Step 4: Moving the Refrigerator Out

  • Use the right equipment. I recommend that you use a dolly, one that can handle heavy equipment especially if you have to negotiate stairs or are loading the fridge into a moving truck using a ramp.
  • Position the fridge on the dolly. Slide the refrigerator away from the wall. Slide the dolly underneath. If you prefer, tie the fridge to the dolly using moving straps. Moving straps can be rented from moving companies or box supply stores; they can be easily adjusted and are a great tool for moving heavy items.
  • Helping hands. Once the refrigerator is in position, tip it back, with one person at the front and one at the back. A third person can help direct and jump in when someone needs help.
  • Moving it down a flight of stairs. It's best to move the refrigerator down the steps, bottom first. Take it slow, easing the dolly down one step at a time. If the person holding the dolly handles needs help holding the weight, have an extra person help.
  • Moving it onto the truck. Pull the refrigerator up the truck ramp, using extra help, if needed.

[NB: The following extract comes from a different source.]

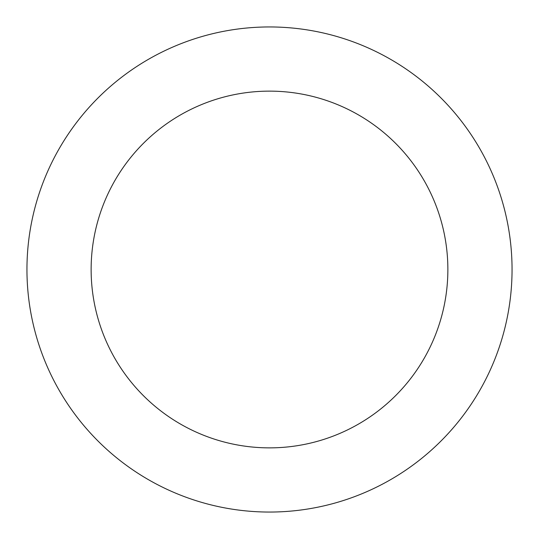 <?xml version="1.0" encoding="UTF-8"?>
<svg xmlns="http://www.w3.org/2000/svg" width="539" height="539" viewBox="0 0 539 539"><rect width="100%" height="100%" fill="white"/><g stroke="black" fill="none" stroke-linecap="round" stroke-linejoin="round"><path stroke-width="0.81" d="M447.869 269.5A178.369 178.369 0 0 0 269.5 91.131A178.369 178.369 0 0 0 91.131 269.5A178.369 178.369 0 0 0 269.5 447.869A178.369 178.369 0 0 0 447.869 269.5M512.05 269.5A242.55 242.55 0 0 0 269.5 26.95A242.55 242.55 0 0 0 26.95 269.5A242.55 242.55 0 0 0 269.5 512.05A242.55 242.55 0 0 0 512.05 269.5"/></g></svg>
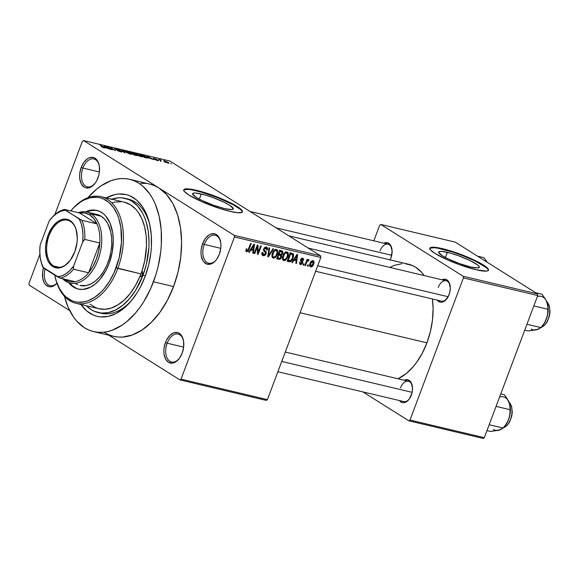 <?xml version="1.0" encoding="UTF-8"?>
<svg xmlns="http://www.w3.org/2000/svg" width="579" height="579" viewBox="0 0 579 579"><rect width="100%" height="100%" fill="white"/><g stroke="black" fill="none" stroke-linecap="round" stroke-linejoin="round"><path stroke-width="0.87" d="M82.906 168.069A14.345 8.765 -76.7 0 0 83.796 184.462A14.345 8.765 -76.7 0 0 94.761 183.673A14.345 8.765 103.3 0 1 87.27 186.851A14.345 8.765 103.3 0 1 82.906 168.069L99.393 171.977L82.906 168.069A14.345 8.765 103.3 0 1 93.892 158.943A14.345 8.765 103.3 0 1 99.161 165.153A14.345 8.765 -76.7 0 0 91.583 158.892A14.345 8.765 -76.7 0 0 82.906 168.069L81.205 167.396L82.906 168.069M97.945 177.927A15.647 9.561 103.3 0 1 94.464 184.042A15.647 9.561 103.3 0 1 82.298 185.432A15.647 9.561 103.3 0 1 81.205 167.396L79.764 173.324L79.598 176.313L79.815 179.157L81.35 183.999L84.143 187.111L85.88 187.864L89.709 187.603L91.656 186.604L95.231 183.058L96.729 180.641L98.85 175.003L99.393 171.992L99.335 166.159L97.8 161.317L96.541 159.507L93.27 157.452L89.441 157.712L87.501 158.711L83.919 162.265L81.205 167.396A15.647 9.561 103.3 0 1 90.852 157.35A15.647 9.561 103.3 0 1 99.052 164.682A15.647 9.561 103.3 0 1 97.945 177.927M204.293 244.425A14.345 8.765 -76.7 0 0 205.176 260.818A14.345 8.765 -76.7 0 0 216.148 260.029A14.345 8.765 103.3 0 1 208.657 263.206A14.345 8.765 103.3 0 1 204.293 244.425L220.773 248.333L204.293 244.425A14.345 8.765 103.3 0 1 215.279 235.298A14.345 8.765 103.3 0 1 220.541 241.508A14.345 8.765 -76.7 0 0 212.971 235.248A14.345 8.765 -76.7 0 0 204.293 244.425L202.592 243.752L204.293 244.425M219.332 254.282A15.647 9.561 103.3 0 1 215.844 260.398A15.647 9.561 103.3 0 1 203.685 261.788A15.647 9.561 103.3 0 1 202.592 243.752L201.145 249.679L200.985 252.668L201.203 255.513L202.737 260.355L203.996 262.164L207.268 264.219L211.096 263.959L214.903 261.426L216.618 259.414L219.332 254.282L220.773 248.348L220.939 245.366L220.722 242.514L219.188 237.672L216.394 234.56L214.657 233.807L210.828 234.068L208.881 235.067L205.306 238.62L202.592 243.752A15.647 9.561 103.3 0 1 212.24 233.706A15.647 9.561 103.3 0 1 220.44 241.038A15.647 9.561 103.3 0 1 219.332 254.282M167.165 343.202A14.345 8.765 -76.7 0 0 168.055 359.595A14.345 8.765 -76.7 0 0 179.02 358.806A14.345 8.765 103.3 0 1 171.529 361.984A14.345 8.765 103.3 0 1 167.165 343.202L183.652 347.111L183.594 341.292L182.059 336.45L179.266 333.338L177.529 332.585L173.7 332.845L169.893 335.386L166.68 339.808L165.464 342.529L167.165 343.202A14.345 8.765 103.3 0 1 178.151 334.076A14.345 8.765 103.3 0 1 183.413 340.286A14.345 8.765 -76.7 0 0 175.842 334.025A14.345 8.765 -76.7 0 0 167.165 343.202L165.464 342.529L164.023 348.457L163.857 351.446L164.074 354.29L165.608 359.132L168.402 362.244L172.014 363.163L175.907 361.737L179.49 358.191L182.204 353.06A15.647 9.561 103.3 0 1 178.723 359.175A15.647 9.561 103.3 0 1 166.557 360.565A15.647 9.561 103.3 0 1 165.464 342.529A15.647 9.561 103.3 0 1 175.111 332.484A15.647 9.561 103.3 0 1 183.311 339.815A15.647 9.561 103.3 0 1 182.204 353.06L183.644 347.125L167.165 343.202M45.082 269.025A14.345 8.765 -76.7 0 0 46.892 283.522A14.345 8.765 -76.7 0 0 56.894 283.211A14.345 8.765 103.3 0 1 50.141 285.628A14.345 8.765 103.3 0 1 45.082 269.025M56.923 283.29A15.647 9.561 103.3 0 1 45.43 284.528A15.647 9.561 103.3 0 1 43.476 267.976L42.636 272.101L42.687 277.934L44.221 282.776L45.488 284.586L48.752 286.641L50.634 286.808L54.527 285.382L56.923 283.29M201.304 193.987A21.727 3.51 -159.4 0 1 222.908 201.68A21.727 3.51 -159.4 0 1 233.257 208.939A21.727 3.51 -159.4 0 1 224.551 208.606L213.289 205.169L201.912 200.428L196.194 197.33L192.554 193.936L193.965 193.01L195.782 193.024L204.792 194.899L212.558 197.425L223.935 202.165L229.66 205.263L233.294 208.657L231.882 209.584L224.551 208.606A21.727 3.51 -159.4 0 1 202.939 200.913A21.727 3.51 -159.4 0 1 192.59 193.654A21.727 3.51 -159.4 0 1 201.304 193.987L199.364 199.14L201.304 193.987M242.275 212.052A31.295 5.052 20.6 0 0 226.65 201.543A31.295 5.052 20.6 0 0 196.18 190.766L196.361 190.281A31.295 5.052 -159.4 0 1 227.489 201.362A31.295 5.052 -159.4 0 1 242.398 211.827A31.295 5.052 -159.4 0 1 229.849 211.349L219.347 208.36L202.368 201.912L189 195.094L184.426 191.504L183.76 190.209L184.223 189.326L188.414 188.899L201.391 191.598L212.58 195.232L228.966 202.064L237.209 206.529L241.783 210.126L242.449 211.422L241.986 212.305L237.795 212.732L229.849 211.349A31.295 5.052 -159.4 0 1 198.72 200.269A31.295 5.052 -159.4 0 1 183.811 189.803A31.295 5.052 -159.4 0 1 196.361 190.281L196.18 190.766A31.295 5.052 20.6 0 0 183.76 190.057M390 260.101L390.912 258.068A11.739 7.172 103.3 0 1 390.116 259.877M449.094 294.66A11.739 7.172 103.3 0 1 446.481 299.249A11.739 7.172 103.3 0 1 437.21 300.103L440.04 302.115L441.451 302.238L444.375 301.174L448.175 296.701L449.767 292.475L450.303 287.973L448.986 282.212L448.037 280.851L445.584 279.31L442.023 279.802A11.739 7.172 103.3 0 1 449.926 284.73A11.739 7.172 103.3 0 1 449.094 294.66M411.329 395.124A11.739 7.172 103.3 0 1 408.716 399.713A11.739 7.172 103.3 0 1 399.452 400.567L402.282 402.579L403.693 402.702L406.61 401.638L409.295 398.974L412.009 392.938L412.538 388.437L411.22 382.676L410.272 381.315L407.826 379.773L404.265 380.265A11.739 7.172 103.3 0 1 412.161 385.194A11.739 7.172 103.3 0 1 411.329 395.124M99.595 312.863A58.682 35.855 -76.7 0 0 132.063 299.893A58.682 35.855 103.3 0 1 101.086 313.268A58.682 35.855 103.3 0 1 99.595 312.863M145.105 276.523A62.59 38.25 103.3 0 1 131.158 300.986A62.59 38.25 103.3 0 1 80.959 304.474L86.705 310.937L93.27 315.07L96.838 316.279L100.543 316.908L108.237 316.38L116.061 313.521L123.718 308.426L127.387 305.097L130.905 301.297L137.353 292.402L140.219 287.401L145.105 276.523L148.702 264.842L150.873 252.791L151.394 246.777L151.293 235.06L149.664 224.124L148.289 219.086L144.511 210.105L142.137 206.247L136.528 199.979L129.964 195.854L126.403 194.638L118.883 193.979L114.997 194.537L106.239 197.895A62.59 38.25 103.3 0 1 149.527 223.559A62.59 38.25 103.3 0 1 145.105 276.523M104.538 332.498L108.772 334.734L113.223 336.247L117.855 337.036L122.625 337.072L132.374 334.952L142.094 329.95L151.416 322.271L159.978 312.211L167.454 300.146L173.562 286.554L178.057 271.949L180.771 256.895L181.603 241.964L180.51 227.735L177.55 214.758L172.824 203.526L166.513 194.472L158.87 187.951L234.213 235.342L320.585 255.831L169.9 161.049L83.528 140.559L82.377 141.319L54.81 214.671L82.377 141.319L83.528 140.559L158.87 187.951A78.237 47.811 -76.7 0 0 149.766 184.1L129.674 179.331A78.237 47.811 103.3 0 1 153.471 281.792L173.562 286.554A78.237 47.811 -76.7 0 0 158.87 187.951L234.213 235.342L320.585 255.831L169.9 161.049L83.528 140.559L158.87 187.951L154.636 185.714L150.185 184.202M87.878 197.736A78.237 47.811 103.3 0 1 129.674 179.331M426.933 342.833A59.984 36.651 -76.7 0 0 432.433 298.974L433.099 308.643L432.462 320.093L430.378 331.637L426.933 342.833L300.06 312.74L426.933 342.833L422.257 353.255L416.518 362.505L413.326 366.572L406.436 373.404L398.062 378.796A59.984 36.651 -76.7 0 0 426.933 342.833M405.459 263.763L412.429 265.522L415.671 267.237L421.534 272.239L424.146 275.568A59.984 36.651 -76.7 0 0 408.687 264.285L288.82 235.848M446.785 298.873A10.429 6.376 103.3 0 1 441.415 301.102L315.649 271.269M409.02 399.336A10.429 6.376 103.3 0 1 403.65 401.565L277.884 371.732M447.364 252.357A21.727 3.51 -159.4 0 1 468.976 260.051A21.727 3.51 -159.4 0 1 479.325 267.31A21.727 3.51 -159.4 0 1 470.611 266.977L459.357 263.539L447.98 258.799L442.255 255.701L438.621 252.306L438.94 251.691L441.849 251.395L450.853 253.269L458.626 255.795L470.003 260.536L477.668 264.987L479.361 267.028L477.95 267.954L470.611 266.977A21.727 3.51 -159.4 0 1 449.007 259.283A21.727 3.51 -159.4 0 1 438.658 252.024A21.727 3.51 -159.4 0 1 447.364 252.357L445.432 257.51L447.364 252.357M488.336 270.422A31.295 5.052 20.6 0 0 472.717 259.913A31.295 5.052 20.6 0 0 442.247 249.136L442.428 248.652A31.295 5.052 -159.4 0 1 473.557 259.732A31.295 5.052 -159.4 0 1 488.466 270.198A31.295 5.052 -159.4 0 1 475.916 269.72L459.697 264.769L448.428 260.282L435.068 253.464L430.494 249.875L429.828 248.579L430.291 247.696L434.482 247.269L442.428 248.652L452.93 251.641L469.909 258.089L479.542 262.736L487.851 268.497L488.517 269.792L488.054 270.675L486.483 271.117L475.916 269.72A31.295 5.052 -159.4 0 1 444.788 258.639A31.295 5.052 -159.4 0 1 429.879 248.174A31.295 5.052 -159.4 0 1 442.428 248.652L442.247 249.136A31.295 5.052 20.6 0 0 429.821 248.427M164.711 161.997L165.406 162.438L164.711 161.997M161.013 160.673L158.66 159.449L160.796 160.007L160.325 160.159L161.013 160.673L160.405 160.245L161.121 160.282L160.796 160.007L158.66 159.449L161.013 160.673M160.325 160.962L161.027 161.396L160.325 160.962M158.299 160.325L158.451 160.781L156.446 160.209L155.201 159.594L157.749 160.231L153.421 158.284L156.446 159.218L154.427 158.82L158.299 160.325L154.195 158.364L153.768 158.66L157.901 160.68L158.299 160.325L157.901 160.68M149.013 157.98L146.979 156.156L153.905 159.71L149.013 157.98L153.905 159.71L146.979 156.156L149.013 157.98M141.276 156.743L137.382 155.201L135.189 153.544L140.284 155.194L142.325 156.62L141.276 156.743L142.362 156.706L141.24 155.751L135.175 153.573L138.671 155.823L141.276 156.743M130.774 154.246L126.881 152.711L124.688 151.054L129.79 152.704L131.824 154.13L130.774 154.246L131.86 154.217L130.738 153.261L124.68 151.083L128.176 153.334L130.774 154.246M104.126 147.927L101.224 146.639L103.938 147.544L99.986 145.011L104.444 147.573L104.828 147.963L104.126 147.927C105.052 148.072 104.987 147.84 103.945 147.247L99.986 145.011L103.902 147.507L101.224 146.639L104.126 147.927C105.052 148.072 104.987 147.84 103.945 147.247L103.945 147.247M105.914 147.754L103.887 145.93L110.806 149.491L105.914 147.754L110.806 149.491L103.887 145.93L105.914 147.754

Step 5: Moving the Refrigerator In

  • Position it into its new space. Before you plug it in, let the refrigerator sit for at least 2-3 hours. This allows the fluids to flow back into the compressor. This is critical to its cooling mechanism.
  • Leave it plugged in. It'll take a while before the fridge is ready to use. Some require 3 days before they'll reach an optimum temperature. Check your manual for details.

Essential Moving Advice

  • Don't lay it on its side. Always keep the refrigerator standing upright as much as possible. This ensures that oil won't seep into the cooling tubes which can cause permanent damage.
  • Read the manual. Check moving instructions in your refrigerator's manual before you move. It'll highlight important safety tips and advice and warn you of potential problems.
  • Don't hesitate to call a professional. While it seems simple enough, refrigerators are heavy, awkward and moving them incorrectly can cause permanent damage. If you're unsure about moving it, call a professional mover. Or if you do move it on your own and find that it isn't working effectively in the new space, have a technician look at it.